# What exactly is drop starting a saw?



## LordDarling (May 3, 2018)

Hello. I've ready online about 'drop starting' a chainsaw.

Relax. I don't own a saw, nor am I interested in trying it myself. But I am curious about exactly how it looks. I've tried to find videos online of what it looks like, but I don't feel like I've stumble on a clear description or representation.

I found this clip from a Texas Chainsaw Massacre film. Is this what drop starting a chainsaw looks like?

I tried to link the time in the video, but it didn't work. Go to 2:49


----------



## ML12 (May 3, 2018)

This question doesn't really belong in this section of the forum. But yes essentialy, bring the saw up to top dead centre then drop it away from you while holding the starter cord, exactly as is performed in the clip.


----------



## SeMoTony (May 4, 2018)

LordDarling said:


> Hello. I've ready online about 'drop starting' a chainsaw.
> 
> Relax. I don't own a saw, nor am I interested in trying it myself. But I am curious about exactly how it looks. I've tried to find videos online of what it looks like, but I don't feel like I've stumble on a clear description or representation.
> 
> ...



My mill with 661 is drop started by resting the far end of the bar or mill on the log. The powerhead is pushed down with one hand while the other pulls up on the starter handle. Smaller saws with shorter bars have safety issues by drop starting. Keeping control of the bar that is in the air starting in that manner can have a spinning chain in motion near a peeps body.
The 661 after 1st start restarts resting on the ladder used to guide the mill.


----------



## Marine5068 (May 6, 2018)

LordDarling said:


> Hello. I've ready online about 'drop starting' a chainsaw.
> 
> Relax. I don't own a saw, nor am I interested in trying it myself. But I am curious about exactly how it looks. I've tried to find videos online of what it looks like, but I don't feel like I've stumble on a clear description or representation.
> 
> ...



Yes it's like the video.
That's considered a no no in our community.
Instead the saw should be on the ground with your toe in the handle/throttle hole and your hand on the handle bar...
...or the handle/throttle in the crotch of your squeezed-together legs and your hand on the handle bar.
Then you have a double grip control on the saw while starting it. 
Also when we are finished a cut and need to pause without shutting off the saw, we push the chain brake to stop the chain from spinning accidentally until we need to do next cut.


----------



## Marine5068 (May 6, 2018)

LordDarling said:


> Hello. I've ready online about 'drop starting' a chainsaw.
> 
> Relax. I don't own a saw, nor am I interested in trying it myself. But I am curious about exactly how it looks.
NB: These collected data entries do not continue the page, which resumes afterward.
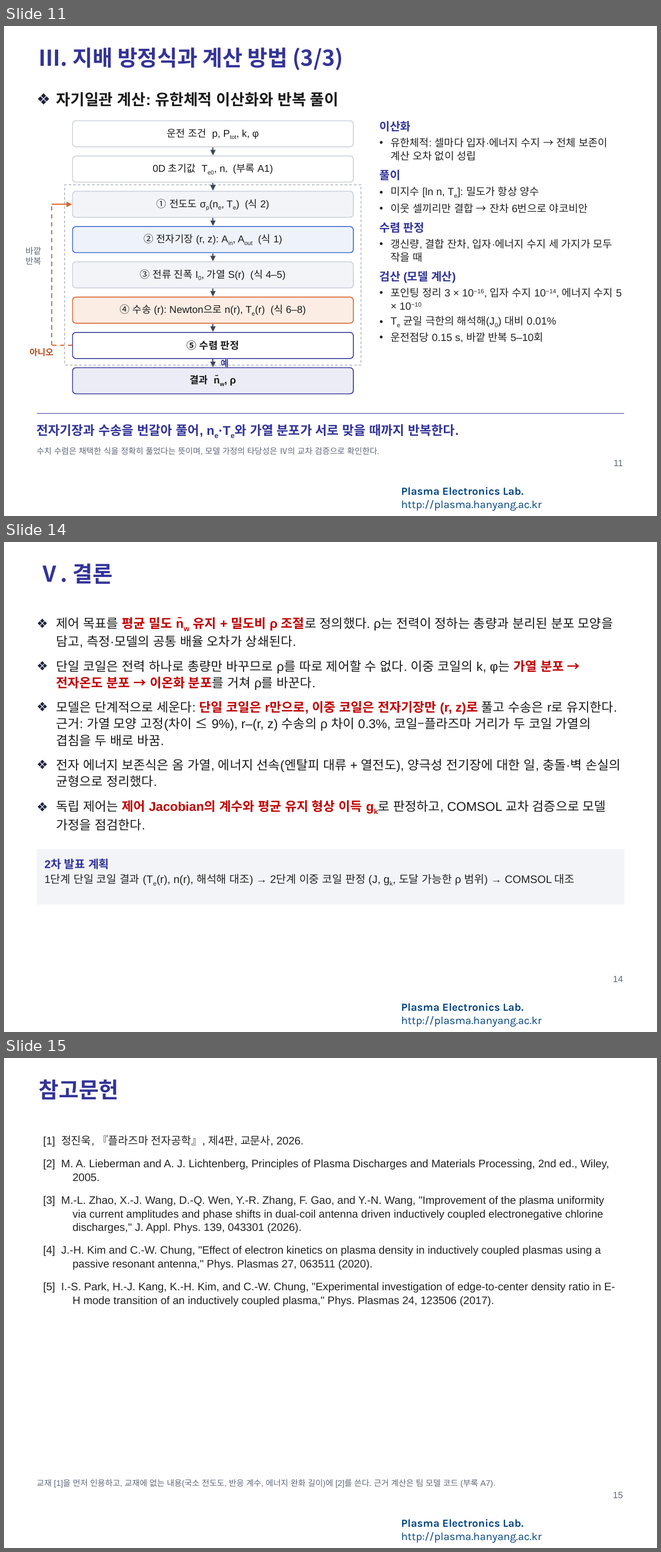
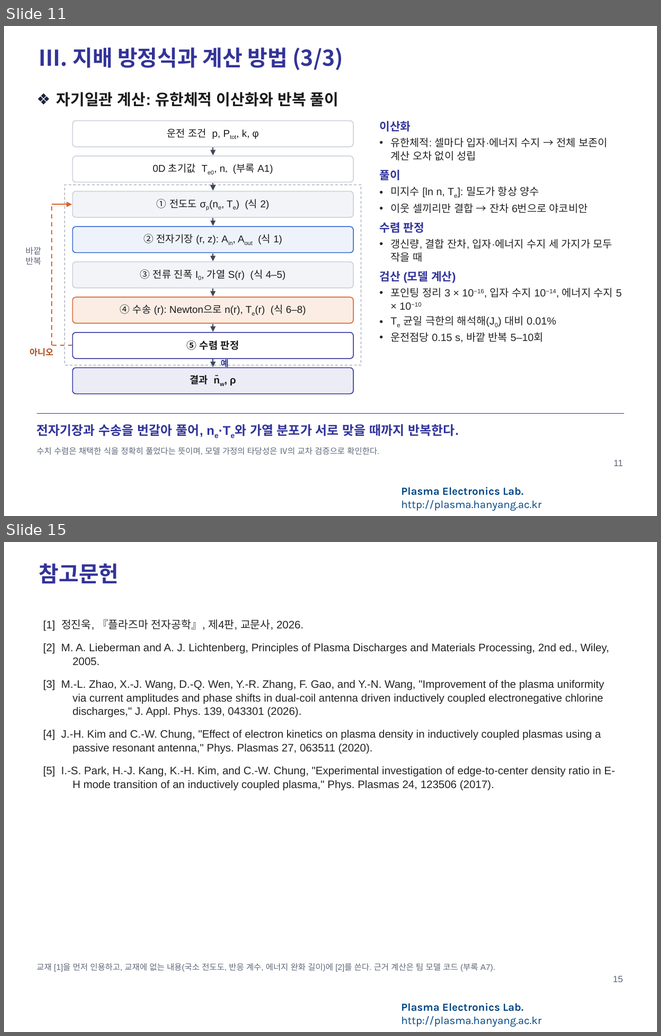
Before and after one commit to garlicjam-pyo/plasma, a slide deck: presentations/1차발표_피드백반영판.pptx. Shown one above the other, each under a label of ours: slides 11, 14 and 15 before the commit, slides 11 and 15 after it; the slides between them are not shown. The pictures are 661x1552 and 661x1036 pixels, drawn with LibreOffice and Linux fonts; fonts in the diff are those of the drawing; background and template pictures are left out. Boxes give left, top, right and bottom in pixels: in the first picture for what was removed or moved away, otherwise in the second. Text is boxed around its words. In the diff, an @@ line names an element or a change of style, - is before the commit and + after.

```diff
--- a/presentations/1차발표_피드백반영판.pptx
+++ b/presentations/1차발표_피드백반영판.pptx
@@ slide 14 removed at [4,542,657,1032], background #FFFFFF; not listed: 1 template element that a slide beside it also shows @@
@@ title removed at [39,563,113,584] @@
-Ⅴ. 결론
@@ text removed at [56,617,620,830] @@
-❖ 제어 목표를 평균 밀도 n̄w 유지 + 밀도비 ρ 조절로 정의했다. ρ는 전력이 정하는 총량과 분리된 분포 모양을 담고, 측정·모델의 공통 배율 오차가 상쇄된다.
-❖ 단일 코일은 전력 하나로 총량만 바꾸므로 ρ를 따로 제어할 수 없다. 이중 코일의 k, φ는 가열 분포 → 전자온도 분포 → 이온화 분포를 거쳐 ρ를 바꾼다.
-❖ 모델은 단계적으로 세운다: 단일 코일은 r만으로, 이중 코일은 전자기장만 (r, z)로 풀고 수송은 r로 유지한다. 근거: 가열 모양 고정(차이 ≤ 9%), r–(r, z) 수송의 ρ 차이 0.3%, 코일–플라즈마 거리가 두 코일 가열의 겹침을 두 배로 바꿈.
-❖ 전자 에너지 보존식은 옴 가열, 에너지 선속(엔탈피 대류 + 열전도), 양극성 전기장에 대한 일, 충돌·벽 손실의 균형으로 정리했다.
-❖ 독립 제어는 제어 Jacobian의 계수와 평균 유지 형상 이득 gk로 판정하고, COMSOL 교차 검증으로 모델 가정을 점검한다.
@@ rectangle removed at [37,849,624,905] @@
-2차 발표 계획
-1단계 단일 코일 결과 (Te(r), n(r), 해석해 대조) → 2단계 이중 코일 판정 (J, gk, 도달 가능한 ρ 범위) → COMSOL 대조
@@ page number removed at [613,976,623,982] @@
-14
```
Also in this commit, not shown: 13 slides changed, 2 slides added, 15 other files.

I've tried to find videos online of what it looks like, but I don't feel like I've stumble on a clear description or representation.
> 
> ...



There's a section on here for injuries....take a look....if you have a strong stomach for that stuff


----------



## rarefish383 (May 18, 2018)

No disrespect to all of the Harold Homeowners that frequent the site, if drop starting a saw is so dangerous, when you are hanging 70 feet off the ground, how do you put your foot in the handle and pull the starter rope? Or, do you come out of the tree, put the saw on the ground, start it, and climb back up the tree with the saw running? Between each cut. When drop starting a saw you don't hold it by the loop handle where you have a pivot point that will allow it to flop all around. You hold it by the trigger where you have control, and you don't have to switch hands after it's started.


----------